Blood work is normal.

Surgery on 9/28 to find out if it's cancer or not.

Anyone have experience with being in the "suspicious for cancer" catagory?
Thank you for sharing!


----------



## lainey (Aug 26, 2010)

It's usually called "indeterminate"--the pathologist feels it could go either way.

Do I read correctly that the nodule sampled was 1cm? If so part of the problem would be the small nodule size. It is difficult to get a good sampling of cells from a nodule that is of smaller size.

Because of the small sample size of a FNA, it is sometimes difficult to tell what a larger sample would show--that can only be done on removal of the gland with a full pathology from samples from different areas.
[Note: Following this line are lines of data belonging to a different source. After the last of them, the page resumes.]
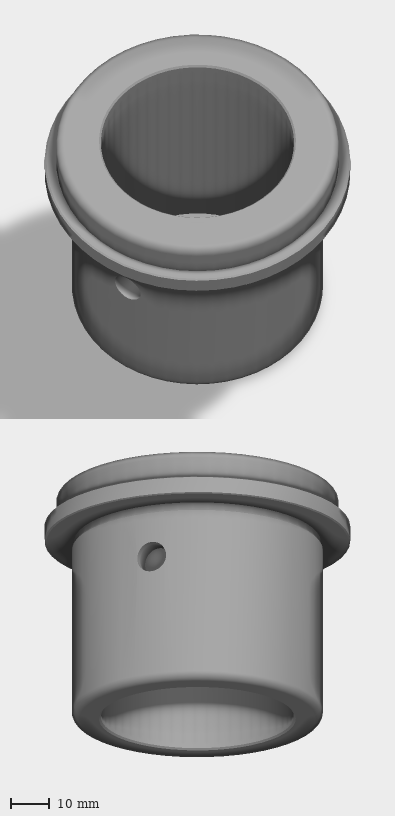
import cadquery as cq
import math

total_height = 61.0
flange_top = 52.75
flange_bottom = 48.2
groove_bottom = 46.0

flange_radius = 39.5
head_radius = 36.5
barrel_radius = 32.5
liner_outer_radius = 27.0
bore_radius = 24.95

rounding_radius = 2.0
flange_chamfer_width = 0.5
flange_chamfer_height = 0.2
groove_depth = 0.7
groove_arc_radius = 1.8
bore_chamfer = 0.5

hole_diameter = 8.0
hole_height = 34.0


def make_housing():
    """Flanged sleeve with a relief groove, rounded ends and a radial hole."""
    groove_radius = barrel_radius - groove_depth
    groove_center_radius = groove_radius + groove_arc_radius
    half_height = math.sqrt(groove_arc_radius**2 - (groove_arc_radius - groove_depth) ** 2)
    groove_middle = groove_bottom + half_height
    groove_end_rise = flange_bottom - groove_middle
    groove_end_radius = groove_center_radius - math.sqrt(groove_arc_radius**2 - groove_end_rise**2)

    profile = (
        cq.Workplane("XZ")
        .moveTo(liner_outer_radius, 0)
        .lineTo(barrel_radius - rounding_radius, 0)
        .radiusArc((barrel_radius, rounding_radius), -rounding_radius)
        .lineTo(barrel_radius, groove_bottom)
        .threePointArc((groove_radius, groove_middle), (groove_end_radius, flange_bottom))
        .lineTo(flange_radius - flange_chamfer_width, flange_bottom)
        .lineTo(flange_radius, flange_bottom + flange_chamfer_height)
        .lineTo(flange_radius, flange_top - flange_chamfer_height)
        .lineTo(flange_radius - flange_chamfer_width, flange_top)
        .lineTo(head_radius, flange_top)
        .lineTo(head_radius, total_height - rounding_radius)
        .radiusArc((head_radius - rounding_radius, total_height), -rounding_radius)
        .lineTo(liner_outer_radius, total_height)
        .close()
    )
    sleeve = profile.revolve(360, (0, 0, 0), (0, 1, 0))
    hole = (
        cq.Workplane("XZ")
        .center(0, hole_height)
        .circle(hole_diameter / 2)
        .extrude(flange_radius)
    )
    return sleeve.cut(hole)


def make_liner():
    """Plain bearing tube filling the housing bore, with a chamfer at each end."""
    mouth_radius = bore_radius + bore_chamfer
    profile = (
        cq.Workplane("XZ")
        .moveTo(mouth_radius, 0)
        .lineTo(liner_outer_radius, 0)
        .lineTo(liner_outer_radius, total_height)
        .lineTo(mouth_radius, total_height)
        .lineTo(bore_radius, total_height - bore_chamfer)
        .lineTo(bore_radius, bore_chamfer)
        .close()
    )
    return profile.revolve(360, (0, 0, 0), (0, 1, 0))


housing = make_housing()
liner = make_liner()

result = cq.Compound.makeCompound([housing.val(), liner.val()])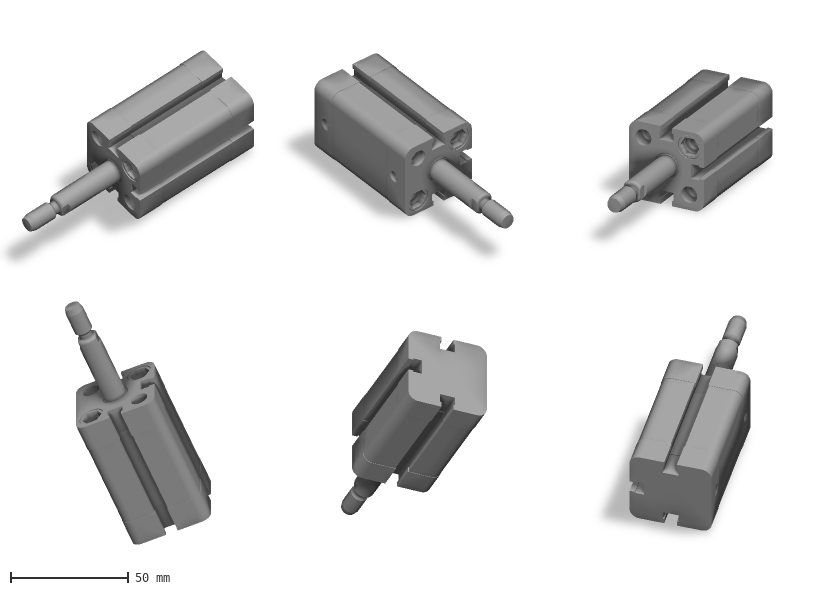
import cadquery as cq
import math

total_length = 109.6

side = 36.3
barrel_side = 36.0
front_cap_length = 12.0
barrel_length = 38.7
rear_cap_length = 11.6
cap_corner_radius = 4.5
barrel_corner_radius = 4.5

slot_channel_width = 6.9
slot_lip = 2.4
cap_slot_mouth = 5.6
cap_slot_depth = 6.4
barrel_slot_mouth = 6.2
barrel_slot_depth = 6.0
slot_angles = (0, 90, 270)

corner_spacing = 22.1
corner_bore_diameter = 7.6
corner_bore_depth = 4.6
collar_diameter = 11.1
collar_face_diameter = 10.5
collar_depth = 0.3
hex_across_flats = 8.0
socket_relief_diameter = 8.2
hex_depth = 2.7

thread_core_diameter = 4.2
thread_mouth_diameter = 5.3
port_depth = 8.8
port_from_front = 7.9
port_from_rear = 7.6

rod_diameter = 10.0
rod_extension = total_length - front_cap_length - barrel_length - rear_cap_length
rod_end_radius = 1.3
neck_diameter = 5.8
neck_start = 31.5
neck_end = 33.6
neck_fillet = 0.3
tip_thread_diameter = 8.0
tip_thread_start = 34.7
tip_chamfer_start = 44.7
tip_diameter = 6.6
flat_width = 8.0
flat_start = 28.0

groove_outer_diameter = 12.0
groove_floor_diameter = 11.4
groove_inner_diameter = 10.9
groove_depth = 0.3

barrel_start = front_cap_length
barrel_end = barrel_start + barrel_length
rear_end = barrel_end + rear_cap_length
half_corner = corner_spacing / 2
all_corners = [(x, z) for x in (-half_corner, half_corner) for z in (-half_corner, half_corner)]
collar_corners = [(x, z) for x, z in all_corners if x * z > 0]


def disc(diameter, y, length, x=0, z=0):
    """Cylinder along Y."""
    return cq.Workplane(cq.Solid.makeCylinder(diameter / 2, length, cq.Vector(x, y, z), cq.Vector(0, 1, 0)))


def threaded_hole(point, direction, depth):
    """Core hole with a 45-degree countersunk mouth."""
    start = cq.Vector(*point)
    axis = cq.Vector(*direction)
    core_radius = thread_core_diameter / 2
    mouth_radius = thread_mouth_diameter / 2
    core = cq.Solid.makeCylinder(core_radius, depth, start, axis)
    mouth = cq.Solid.makeCone(mouth_radius, core_radius, mouth_radius - core_radius, start, axis)
    return cq.Workplane(core).union(cq.Workplane(mouth))


def ring_groove(profile, x=0, z=0):
    """Groove around an axis along Y, from a (radius, depth) profile."""
    return cq.Workplane("XY").polyline(profile).close().revolve(360, (0, 0), (0, 1)).translate((x, 0, z))


def slotted_block(y_start, length, width, corner_radius, mouth, depth):
    """Square block with rounded edges and a T-shaped slot in three of its sides."""
    block = cq.Workplane("XY").box(width, length, width).edges("|Y").fillet(corner_radius)
    mouth_cut = cq.Workplane("XY").box(depth, length, mouth).translate((side / 2 - depth / 2, 0, 0))
    channel_depth = depth - slot_lip
    channel_cut = (
        cq.Workplane("XY")
        .box(channel_depth, length, slot_channel_width)
        .translate((side / 2 - slot_lip - channel_depth / 2, 0, 0))
    )
    slot = mouth_cut.union(channel_cut)
    for angle in slot_angles:
        block = block.cut(slot.rotate((0, 0, 0), (0, 1, 0), angle))
    return block.translate((0, y_start + length / 2, 0))


def collar_hole(x, z):
    """Seat above a chamfered collar, its hex socket and a round relief just wider than the hex flats."""
    hex_end = collar_depth + hex_depth
    chamfer = (collar_diameter - collar_face_diameter) / 2
    seat = ring_groove(
        [
            (0, 0),
            (collar_diameter / 2, 0),
            (collar_diameter / 2, collar_depth + chamfer),
            (collar_face_diameter / 2, collar_depth),
            (0, collar_depth),
        ],
        x,
        z,
    )
    hexagon = (
        cq.Workplane("XZ")
        .polygon(6, hex_across_flats / math.cos(math.pi / 6))
        .extrude(-hex_end)
        .translate((x, 0, z))
    )
    relief = disc(socket_relief_diameter, 0, hex_end, x, z)
    return seat.union(hexagon).union(relief)


def make_front_cap():
    cap = slotted_block(0, front_cap_length, side, cap_corner_radius, cap_slot_mouth, cap_slot_depth)
    thread_depth = front_cap_length - corner_bore_depth
    for x, z in all_corners:
        cap = cap.cut(disc(corner_bore_diameter, 0, corner_bore_depth, x, z))
        cap = cap.cut(threaded_hole((x, corner_bore_depth, z), (0, 1, 0), thread_depth))
    for x, z in collar_corners:
        cap = cap.cut(collar_hole(x, z))
    wiper_groove = ring_groove([
        (groove_outer_diameter / 2, 0),
        (groove_floor_diameter / 2, groove_depth),
        (groove_inner_diameter / 2, 0),
    ])
    cap = cap.cut(wiper_groove)
    cap = cap.cut(disc(rod_diameter, 0, front_cap_length))
    return cap.cut(threaded_hole((-side / 2, port_from_front, 0), (1, 0, 0), port_depth))


def make_barrel():
    return slotted_block(
        barrel_start, barrel_length, barrel_side, barrel_corner_radius, barrel_slot_mouth, barrel_slot_depth
    )


def make_rear_cap():
    cap = slotted_block(
        barrel_end, rear_cap_length, side, cap_corner_radius, cap_slot_mouth, cap_slot_depth
    )
    return cap.cut(threaded_hole((-side / 2, rear_end - port_from_rear, 0), (1, 0, 0), port_depth))


def make_rod():
    """Turned rod resting on the barrel, with a neck, a threaded tip and two wrench flats."""
    rod_radius = rod_diameter / 2
    round_inset = rod_end_radius * (1 - math.sqrt(0.5))
    rod = (
        cq.Workplane("XY")
        .moveTo(0, barrel_start)
        .lineTo(rod_radius, barrel_start)
        .lineTo(rod_radius, -neck_start + rod_end_radius)
        .threePointArc(
            (rod_radius - round_inset, -neck_start + round_inset),
            (rod_radius - rod_end_radius, -neck_start),
        )
        .lineTo(neck_diameter / 2, -neck_start)
        .lineTo(neck_diameter / 2, -neck_end)
        .lineTo(tip_thread_diameter / 2, -tip_thread_start)
        .lineTo(tip_thread_diameter / 2, -tip_chamfer_start)
        .lineTo(tip_diameter / 2, -rod_extension)
        .lineTo(0, -rod_extension)
        .close()
        .revolve(360, (0, 0), (0, 1))
    )
    neck_middle = (0, -(neck_start + neck_end) / 2, 0)
    neck_face = rod.faces(cq.NearestToPointSelector(neck_middle))
    rod = neck_face.edges("%CIRCLE").fillet(neck_fillet)
    flat_depth = (rod_diameter - flat_width) / 2
    for x_sign in (-1, 1):
        flat_cut = (
            cq.Workplane("XY")
            .polyline([
                (x_sign * flat_width / 2, -neck_start),
                (x_sign * flat_width / 2, -flat_start),
                (x_sign * (flat_width / 2 + flat_depth), -flat_start + flat_depth),
                (x_sign * (flat_width / 2 + flat_depth), -neck_start),
            ])
            .close()
            .extrude(rod_diameter / 2, both=True)
        )
        rod = rod.cut(flat_cut)
    return rod


front_cap = make_front_cap()
barrel = make_barrel()
rear_cap = make_rear_cap()
piston_rod = make_rod()

result = cq.Compound.makeCompound([front_cap.val(), barrel.val(), rear_cap.val(), piston_rod.val()])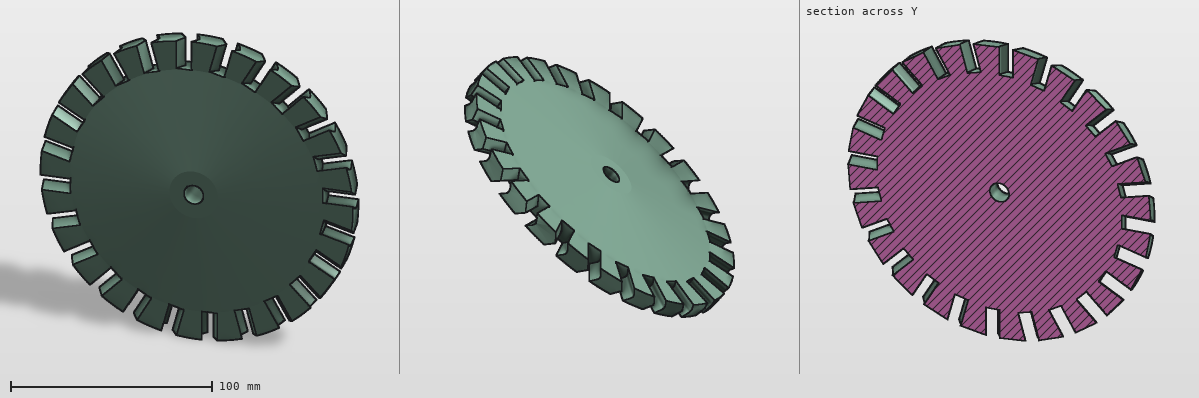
import cadquery as cq
import math

outer_radius = 81.4
hub_thickness = 19.0
rim_thickness = 9.5
hub_radius = 12.7
cone_radius = 66.0
bore_radius = 5.0

tooth_count = 24
slot_floor_height = 65.8
nose_base_x = -10.7
flank_depth = 3.6
hollow_base_x = -2.8
hollow_radius = 2.8
cutter_clearance = 1.6

half_hub = hub_thickness / 2
half_rim = rim_thickness / 2


def make_body():
    """Revolve the half section: flat hub, tapering web and flat rim."""
    half_section = [
        (bore_radius, -half_hub),
        (hub_radius, -half_hub),
        (cone_radius, -half_rim),
        (outer_radius, -half_rim),
        (outer_radius, half_rim),
        (cone_radius, half_rim),
        (hub_radius, half_hub),
        (bore_radius, half_hub),
    ]
    section = cq.Workplane("XY").polyline(half_section).close()
    return section.revolve(360, (0, 0, 0), (0, 1, 0))


def make_slot_cutter():
    """Slot at the top of the wheel, with a V nose on one flank and a rounded hollow on the other."""
    flank_angle = math.atan2(flank_depth, half_rim)
    flank_slope = math.tan(flank_angle)

    overrun = half_hub - half_rim
    nose_end_x = nose_base_x - overrun * flank_slope
    hollow_end_x = hollow_base_x - overrun * flank_slope
    nose_tip_x = nose_base_x + flank_depth

    hollow_corner_x = hollow_base_x + flank_depth
    arc_centre_x = hollow_corner_x - hollow_radius / math.cos(flank_angle)
    arc_end_x = arc_centre_x + hollow_radius * math.cos(flank_angle)
    arc_end_y = hollow_radius * math.sin(flank_angle)

    profile = (
        cq.Workplane("XY", origin=(0, 0, slot_floor_height))
        .moveTo(nose_end_x, -half_hub)
        .lineTo(hollow_end_x, -half_hub)
        .lineTo(arc_end_x, -arc_end_y)
        .threePointArc((arc_centre_x + hollow_radius, 0), (arc_end_x, arc_end_y))
        .lineTo(hollow_end_x, half_hub)
        .lineTo(nose_end_x, half_hub)
        .lineTo(nose_tip_x, 0)
        .close()
    )
    return profile.extrude(outer_radius - slot_floor_height + cutter_clearance)


result = make_body()
slot_cutter = make_slot_cutter()
for index in range(tooth_count):
    angle = index * 360 / tooth_count
    result = result.cut(slot_cutter.rotate((0, 0, 0), (0, 1, 0), angle))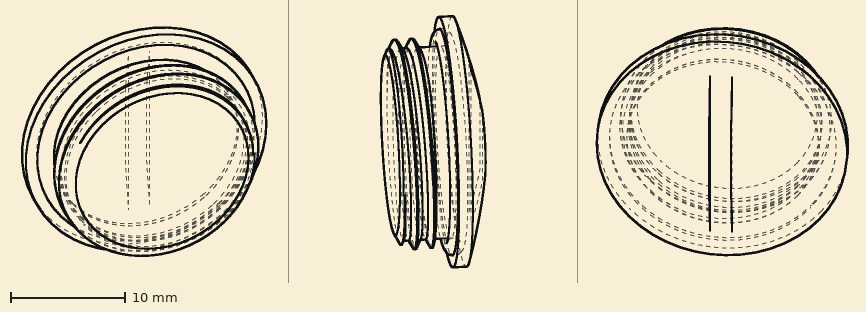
import cadquery as cq

total_length = 8.0
dome_height = 1.91
flange_back = 3.12
thread_start = 4.88
end_chamfer_length = 0.68

head_radius = 21.98 / 2
flat_radius = 3.7
dome_mid_x = 0.81
dome_mid_radius = (flat_radius + head_radius) / 2
shank_radius = 16.84 / 2
crest_radius = 9.2
end_radius = 7.9

slot_width = 1.93
slot_depth = 1.0

ring_section_radius = 0.77
ring_sink = 0.18
ring_radius = shank_radius + ring_section_radius
ring_x = flange_back - ring_sink

pitch = 1.5
thread_root_width = 1.01
thread_crest_width = 0.13
root_embed = 0.1
crest_x_at_top = 5.47


def revolve_about_x(profile):
    return profile.close().revolve(360, (0, 0, 0), (1, 0, 0))


def make_blank():
    """Domed head and plain part of the shank, revolved about X."""
    profile = (
        cq.Workplane("XY")
        .lineTo(0, flat_radius)
        .threePointArc((dome_mid_x, dome_mid_radius), (dome_height, head_radius))
        .lineTo(flange_back, head_radius)
        .lineTo(flange_back, shank_radius)
        .lineTo(thread_start, shank_radius)
        .lineTo(thread_start, 0)
    )
    return revolve_about_x(profile)


def make_thread_envelope():
    """Space that holds the threaded length, with the conical lead-in at its end."""
    cone_slope = end_chamfer_length / (crest_radius - end_radius)
    cone_x_at_head_radius = total_length - cone_slope * (head_radius - end_radius)
    profile = (
        cq.Workplane("XY")
        .moveTo(thread_start, 0)
        .lineTo(thread_start, head_radius)
        .lineTo(cone_x_at_head_radius, head_radius)
        .lineTo(total_length, end_radius)
        .lineTo(total_length, 0)
    )
    return revolve_about_x(profile)


def make_thread():
    """Helical ridge, built along Z, then turned to run along X."""
    turns_before_top = 1.25
    helix_start = crest_x_at_top - turns_before_top * pitch
    turns = 3
    helix = cq.Wire.makeHelix(pitch, turns * pitch, shank_radius)
    inner_radius = shank_radius - root_embed
    flank_run = (thread_root_width - thread_crest_width) / 2
    flank_slope = flank_run / (crest_radius - shank_radius)
    half_root = thread_root_width / 2 + root_embed * flank_slope
    half_crest = thread_crest_width / 2
    ridge = (
        cq.Workplane("XZ")
        .moveTo(inner_radius, -half_root)
        .lineTo(crest_radius, -half_crest)
        .lineTo(crest_radius, half_crest)
        .lineTo(inner_radius, half_root)
        .close()
        .sweep(cq.Workplane(obj=helix), isFrenet=True)
    )
    return (
        ridge.rotate((0, 0, 0), (0, 1, 0), 90)
        .rotate((0, 0, 0), (1, 0, 0), 90)
        .translate((helix_start, 0, 0))
    )


def make_threaded_shank():
    """Threaded part of the shank, trimmed square at its start and conically at its end."""
    core_margin = pitch
    core_length = total_length - thread_start + 2 * core_margin
    core = (
        cq.Workplane("YZ")
        .workplane(offset=thread_start - core_margin)
        .circle(shank_radius)
        .extrude(core_length)
    )
    return core.union(make_thread()).intersect(make_thread_envelope())


def make_slot():
    return cq.Workplane("XY").box(2 * slot_depth, slot_width, 2 * head_radius)


def make_ring():
    """Sealing ring of round section."""
    return cq.Workplane("XY").center(ring_x, ring_radius).circle(ring_section_radius).revolve(
        360, (-ring_x, -ring_radius, 0), (0.22 - ring_x, -ring_radius, 0)
    )


def make_plug(ring):
    """Slotted, threaded plug with a seat that matches the sealing ring."""
    body = make_blank().union(make_threaded_shank(), clean=False)
    return body.cut(make_slot(), clean=False).cut(ring, clean=False)


sealing_ring = make_ring()
plug = make_plug(sealing_ring)

result = cq.Compound.makeCompound([plug.solids().val(), sealing_ring.val()])

Did you have other nodules? Are they just removing the lobe with the nodule or the whole thyroid?


----------



## Andros (Aug 26, 2009)

kagealy said:


> I'm wondering if anyone has any information on how they determine if you are in-between benign and malignant (suspicious for cancer)?
> 
> I read on one site, that if you have 3 or less of the cellular traits for cancer you are determined to be benign. 5 or more is determined malignant. And 4 is the unknown?
> I found this on a pathology website and I'm not sure if I understood it correctly.
> ...


It is suspicious because it cannot be excluded. I am glad you are having the surgery.


----------



## kagealy (Aug 2, 2011)

Thank you for your responses.

Yes, 1 cm is very small to get a good sample from. Maybe that's the issue? It's so nerve racking to be in this gray area!

I only have 1 nodule on the left side and a cyst on the right side.

When I have surgery, they will remove the left side and do a frozen section while I'm under. If it comes back as cancer they will remove the right side right then.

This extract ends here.